Honestly, a story is worth telling if you or anyone else wants to tell it. If it's what's got you excited, got your head spinning with ideas and your fingers itching to write, then it's worth telling. What makes it worth telling is the fact that you want it to be told - if you want it to be told, it means something to you, and will almost certainly inspire others as well. Every story has the potential to inspire emotion in its readers, to show them a new perspective, and that makes stories worth telling.
As for what makes a story a good story, the answer lies a lot more in the execution than in the idea. There's a quote that says something like "There are no bad novel ideas, only poor executions." In my mind, what makes a story a good story is if it can hold the readers' attention - make them feel something, fulfill the reason they decided to pick up the book in the first place. Different people have different tastes, of course, but in the end this is much more reliant on fulfilling the explicit and implicit promises you make to the reader in the first pages of the book, rather than the actual story idea or genre. At least, that's how I've always seen it.

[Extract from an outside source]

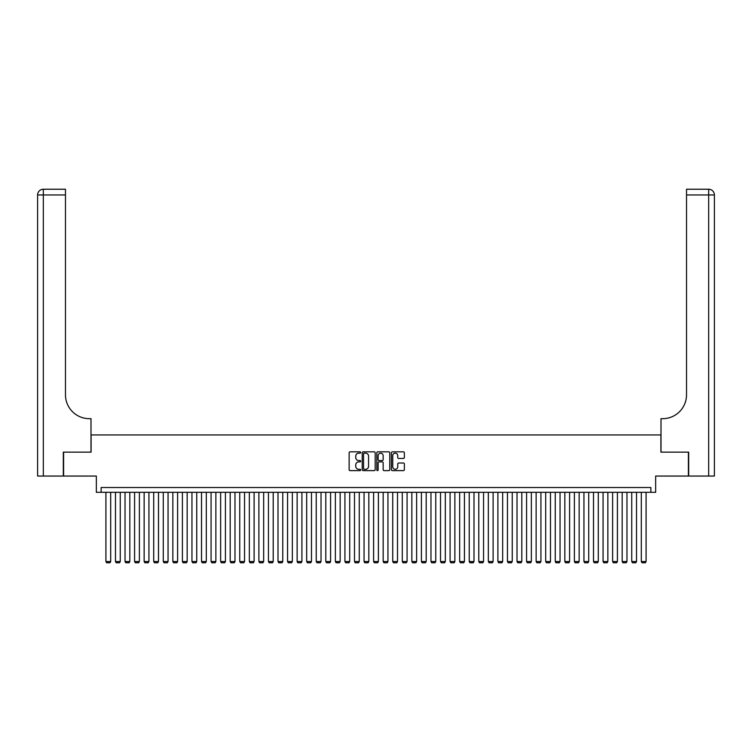 <?xml version="1.0" encoding="UTF-8"?>
<svg xmlns="http://www.w3.org/2000/svg" width="752" height="752" viewBox="0 0 752 752"><rect width="100%" height="100%" fill="white"/><g stroke="black" fill="none" stroke-linecap="round" stroke-linejoin="round"><path stroke-width="1.13" d="M360.706 452.507A0.658 0.658 0 0 0 360.048 451.849L350.075 451.849A0.94 0.94 0 0 0 349.135 452.789L349.135 469.68A0.94 0.94 0 0 0 350.075 470.62L360.048 470.62A0.658 0.658 0 0 0 360.706 469.962A0.658 0.658 0 0 0 360.048 469.304L358.76 469.304A2.999 2.999 0 0 1 355.752 466.296L355.752 464.896A2.999 2.999 0 0 1 358.76 461.888L360.048 461.888A0.658 0.658 0 0 0 360.706 461.23A0.658 0.658 0 0 0 360.048 460.572L358.76 460.572A2.999 2.999 0 0 1 355.752 457.573L355.752 456.163A2.999 2.999 0 0 1 358.76 453.165L360.048 453.165A0.658 0.658 0 0 0 360.706 452.507M403.429 458.466A0.94 0.94 0 0 0 404.36 457.526L404.36 452.789A0.94 0.94 0 0 0 403.429 451.849L392.356 451.849A0.94 0.94 0 0 0 391.416 452.789L391.416 469.68A0.94 0.94 0 0 0 392.356 470.62L403.429 470.62A0.94 0.94 0 0 0 404.36 469.68L404.36 463.956A0.94 0.94 0 0 0 403.429 463.016L398.682 463.016A0.94 0.94 0 0 0 397.752 463.956L397.752 466.795A2.51 2.51 0 0 1 395.242 469.304A2.51 2.51 0 0 1 392.732 466.795L392.732 455.674A2.51 2.51 0 0 1 395.242 453.165A2.51 2.51 0 0 1 397.752 455.674L397.752 457.526A0.94 0.94 0 0 0 398.682 458.466L403.429 458.466M650.865 492.306L655.65 492.306L655.65 476.054L688.4 476.054L688.4 452.149L660.905 452.149L660.905 434.938L91.095 434.938L91.095 452.149L63.6 452.149L63.6 476.054L96.35 476.054L96.35 492.306L650.865 492.306L650.865 487.522L101.135 487.522L101.135 492.306M375.182 452.789A0.94 0.94 0 0 0 374.242 451.849L363.169 451.849A0.94 0.94 0 0 0 362.229 452.789L362.229 469.68A0.94 0.94 0 0 0 363.169 470.62L374.242 470.62A0.94 0.94 0 0 0 375.182 469.68L375.182 452.789M377.758 451.849L388.831 451.849A0.94 0.94 0 0 1 389.771 452.789L389.771 469.68A0.94 0.94 0 0 1 388.831 470.62L384.093 470.62A0.94 0.94 0 0 1 383.153 469.68L383.153 462.828A0.94 0.94 0 0 0 382.213 461.888L379.074 461.888A0.94 0.94 0 0 0 378.134 462.828L378.134 469.962A0.658 0.658 0 0 1 377.476 470.62A0.658 0.658 0 0 1 376.818 469.962L376.818 452.789A0.94 0.94 0 0 1 377.758 451.849M364.203 453.165A0.658 0.658 0 0 0 363.545 453.823L363.545 468.646A0.658 0.658 0 0 0 364.203 469.304L365.557 469.304A2.999 2.999 0 0 0 368.565 466.296L368.565 456.163A2.999 2.999 0 0 0 365.557 453.165L364.203 453.165M383.153 455.721A2.51 2.51 0 0 0 380.644 453.212A2.51 2.51 0 0 0 378.134 455.721L378.134 459.641A0.94 0.94 0 0 0 379.074 460.572L382.213 460.572A0.94 0.94 0 0 0 383.153 459.641L383.153 455.721M110.694 492.306L110.694 561.528L105.91 561.528L105.91 492.306M110.694 561.528L109.971 562.769L106.624 562.769L105.91 561.528M63.318 452.149L90.992 452.149L90.992 418.685L89.375 418.685A23.904 23.904 0 0 1 65.471 394.791L65.471 194.965L43.334 194.965L43.334 476.054L63.318 476.054L63.318 452.149M43.334 476.054L37.6 476.054L37.6 194.965A5.734 5.734 0 0 1 43.334 189.231L65.471 189.231L65.471 194.965M37.6 418.685L37.6 194.965L43.334 194.965L43.334 189.231M89.375 418.685A23.904 23.904 0 0 1 65.471 394.791M688.682 452.149L661.008 452.149L661.008 418.685L662.625 418.685A23.904 23.904 0 0 0 686.529 394.791L686.529 189.231L708.666 189.231A5.734 5.734 0 0 1 714.4 194.965L714.4 476.054L688.682 476.054L688.682 452.149M662.625 418.685A23.904 23.904 0 0 0 686.529 394.791M714.4 194.965A5.734 5.734 0 0 0 708.666 189.231A5.734 5.734 0 0 1 714.4 194.965L686.529 194.965M120.254 492.306L120.254 561.528L115.47 561.528L115.47 492.306M120.254 561.528L119.53 562.769L116.193 562.769L115.47 561.528M129.814 492.306L129.814 561.528L125.029 561.528L125.029 492.306M129.814 561.528L129.1 562.769L125.753 562.769L125.029 561.528M139.374 492.306L139.374 561.528L134.589 561.528L134.589 492.306M139.374 561.528L138.659 562.769L135.313 562.769L134.589 561.528M148.934 492.306L148.934 561.528L144.149 561.528L144.149 492.306M148.934 561.528L148.219 562.769L144.873 562.769L144.149 561.528M158.493 492.306L158.493 561.528L153.718 561.528L153.718 492.306M158.493 561.528L157.779 562.769L154.433 562.769L153.718 561.528M168.053 492.306L168.053 561.528L163.278 561.528L163.278 492.306M168.053 561.528L167.339 562.769L163.992 562.769L163.278 561.528M177.613 492.306L177.613 561.528L172.838 561.528L172.838 492.306M177.613 561.528L176.899 562.769L173.552 562.769L172.838 561.528M187.173 492.306L187.173 561.528L182.398 561.528L182.398 492.306M187.173 561.528L186.458 562.769L183.112 562.769L182.398 561.528M196.742 492.306L196.742 561.528L191.957 561.528L191.957 492.306M196.742 561.528L196.018 562.769L192.672 562.769L191.957 561.528M206.302 492.306L206.302 561.528L201.517 561.528L201.517 492.306M206.302 561.528L205.578 562.769L202.232 562.769L201.517 561.528M215.862 492.306L215.862 561.528L211.077 561.528L211.077 492.306M215.862 561.528L215.138 562.769L211.791 562.769L211.077 561.528M225.421 492.306L225.421 561.528L220.637 561.528L220.637 492.306M225.421 561.528L224.707 562.769L221.361 562.769L220.637 561.528M234.981 492.306L234.981 561.528L230.197 561.528L230.197 492.306M234.981 561.528L234.267 562.769L230.92 562.769L230.197 561.528M244.541 492.306L244.541 561.528L239.756 561.528L239.756 492.306M244.541 561.528L243.827 562.769L240.48 562.769L239.756 561.528M254.101 492.306L254.101 561.528L249.326 561.528L249.326 492.306M254.101 561.528L253.386 562.769L250.04 562.769L249.326 561.528M263.661 492.306L263.661 561.528L258.885 561.528L258.885 492.306M263.661 561.528L262.946 562.769L259.6 562.769L258.885 561.528M273.22 492.306L273.22 561.528L268.445 561.528L268.445 492.306M273.22 561.528L272.506 562.769L269.16 562.769L268.445 561.528M282.78 492.306L282.78 561.528L278.005 561.528L278.005 492.306M282.78 561.528L282.066 562.769L278.719 562.769L278.005 561.528M292.34 492.306L292.34 561.528L287.565 561.528L287.565 492.306M292.34 561.528L291.626 562.769L288.279 562.769L287.565 561.528M301.909 492.306L301.909 561.528L297.125 561.528L297.125 492.306M301.909 561.528L301.185 562.769L297.839 562.769L297.125 561.528M311.469 492.306L311.469 561.528L306.684 561.528L306.684 492.306M311.469 561.528L310.745 562.769L307.399 562.769L306.684 561.528M321.029 492.306L321.029 561.528L316.244 561.528L316.244 492.306M321.029 561.528L320.305 562.769L316.959 562.769L316.244 561.528M330.589 492.306L330.589 561.528L325.804 561.528L325.804 492.306M330.589 561.528L329.874 562.769L326.528 562.769L325.804 561.528M340.148 492.306L340.148 561.528L335.364 561.528L335.364 492.306M340.148 561.528L339.434 562.769L336.088 562.769L335.364 561.528M349.708 492.306L349.708 561.528L344.924 561.528L344.924 492.306M349.708 561.528L348.994 562.769L345.647 562.769L344.924 561.528M359.268 492.306L359.268 561.528L354.493 561.528L354.493 492.306M359.268 561.528L358.554 562.769L355.207 562.769L354.493 561.528M368.828 492.306L368.828 561.528L364.053 561.528L364.053 492.306M368.828 561.528L368.113 562.769L364.767 562.769L364.053 561.528M378.388 492.306L378.388 561.528L373.612 561.528L373.612 492.306M378.388 561.528L377.673 562.769L374.327 562.769L373.612 561.528M387.947 492.306L387.947 561.528L383.172 561.528L383.172 492.306M387.947 561.528L387.233 562.769L383.887 562.769L383.172 561.528M397.507 492.306L397.507 561.528L392.732 561.528L392.732 492.306M397.507 561.528L396.793 562.769L393.446 562.769L392.732 561.528M407.076 492.306L407.076 561.528L402.292 561.528L402.292 492.306M407.076 561.528L406.353 562.769L403.006 562.769L402.292 561.528M416.636 492.306L416.636 561.528L411.852 561.528L411.852 492.306M416.636 561.528L415.912 562.769L412.566 562.769L411.852 561.528M426.196 492.306L426.196 561.528L421.411 561.528L421.411 492.306M426.196 561.528L425.472 562.769L422.126 562.769L421.411 561.528M435.756 492.306L435.756 561.528L430.971 561.528L430.971 492.306M435.756 561.528L435.041 562.769L431.695 562.769L430.971 561.528M445.316 492.306L445.316 561.528L440.531 561.528L440.531 492.306M445.316 561.528L444.601 562.769L441.255 562.769L440.531 561.528M454.875 492.306L454.875 561.528L450.091 561.528L450.091 492.306M454.875 561.528L454.161 562.769L450.815 562.769L450.091 561.528M464.435 492.306L464.435 561.528L459.66 561.528L459.66 492.306M464.435 561.528L463.721 562.769L460.374 562.769L459.66 561.528M473.995 492.306L473.995 561.528L469.22 561.528L469.22 492.306M473.995 561.528L473.281 562.769L469.934 562.769L469.22 561.528M483.555 492.306L483.555 561.528L478.78 561.528L478.78 492.306M483.555 561.528L482.84 562.769L479.494 562.769L478.78 561.528M493.115 492.306L493.115 561.528L488.339 561.528L488.339 492.306M493.115 561.528L492.4 562.769L489.054 562.769L488.339 561.528M502.674 492.306L502.674 561.528L497.899 561.528L497.899 492.306M502.674 561.528L501.96 562.769L498.614 562.769L497.899 561.528M512.244 492.306L512.244 561.528L507.459 561.528L507.459 492.306M512.244 561.528L511.52 562.769L508.173 562.769L507.459 561.528M521.803 492.306L521.803 561.528L517.019 561.528L517.019 492.306M521.803 561.528L521.08 562.769L517.733 562.769L517.019 561.528M531.363 492.306L531.363 561.528L526.579 561.528L526.579 492.306M531.363 561.528L530.639 562.769L527.293 562.769L526.579 561.528M540.923 492.306L540.923 561.528L536.138 561.528L536.138 492.306M540.923 561.528L540.209 562.769L536.862 562.769L536.138 561.528M550.483 492.306L550.483 561.528L545.698 561.528L545.698 492.306M550.483 561.528L549.768 562.769L546.422 562.769L545.698 561.528M560.043 492.306L560.043 561.528L555.258 561.528L555.258 492.306M560.043 561.528L559.328 562.769L555.982 562.769L555.258 561.528M569.602 492.306L569.602 561.528L564.827 561.528L564.827 492.306M569.602 561.528L568.888 562.769L565.542 562.769L564.827 561.528M579.162 492.306L579.162 561.528L574.387 561.528L574.387 492.306M579.162 561.528L578.448 562.769L575.101 562.769L574.387 561.528M588.722 492.306L588.722 561.528L583.947 561.528L583.947 492.306M588.722 561.528L588.008 562.769L584.661 562.769L583.947 561.528M598.282 492.306L598.282 561.528L593.507 561.528L593.507 492.306M598.282 561.528L597.567 562.769L594.221 562.769L593.507 561.528M607.851 492.306L607.851 561.528L603.066 561.528L603.066 492.306M607.851 561.528L607.127 562.769L603.781 562.769L603.066 561.528M617.411 492.306L617.411 561.528L612.626 561.528L612.626 492.306M617.411 561.528L616.687 562.769L613.341 562.769L612.626 561.528M626.971 492.306L626.971 561.528L622.186 561.528L622.186 492.306M626.971 561.528L626.247 562.769L622.9 562.769L622.186 561.528M636.53 492.306L636.53 561.528L631.746 561.528L631.746 492.306M636.53 561.528L635.807 562.769L632.47 562.769L631.746 561.528M646.09 492.306L646.09 561.528L641.306 561.528L641.306 492.306M646.09 561.528L645.376 562.769L642.029 562.769L641.306 561.528M708.666 476.054L708.666 189.231"/></g></svg>

We're all stories in the end.
I think of you as a fairy with a green dress and a flower crown and stuff. -EternalRain
I think you, @Deanie and I are like the Three Book Nerd Musketeers of YWS. -bluewaterlily
Well, I don't know if others think so but my opinion is lessons. The lessons within the stories are what make them worth telling. Someone like me, just doesn't care if it's a book for kids or something like that. As long as it has some beautiful stories that explain the concept or value of things, I will read. I don't read books just for fun and seriously if your stories have something like what I have just told. It will last forever in reader's hearts. Engage something good in beginning and give them the best ending, that is what makes stories great.
A little late to the party here, but a really interesting question! I couldn't resist.
I think there are a few possible answers.
1. Change. Characters that grow and affect the world around them. 2. Empathy. Showing characters going through struggles similar to real people, for a sense of solidarity, and showing how they deal with them, and feeling like real life isn't so impossible and overwhelming. 3. Escape. Sharing a really cool, unusual world/culture/setting.
Tension & conflict drives stories, so there's probably some really deep philosophical thing buried in that fact somewhere.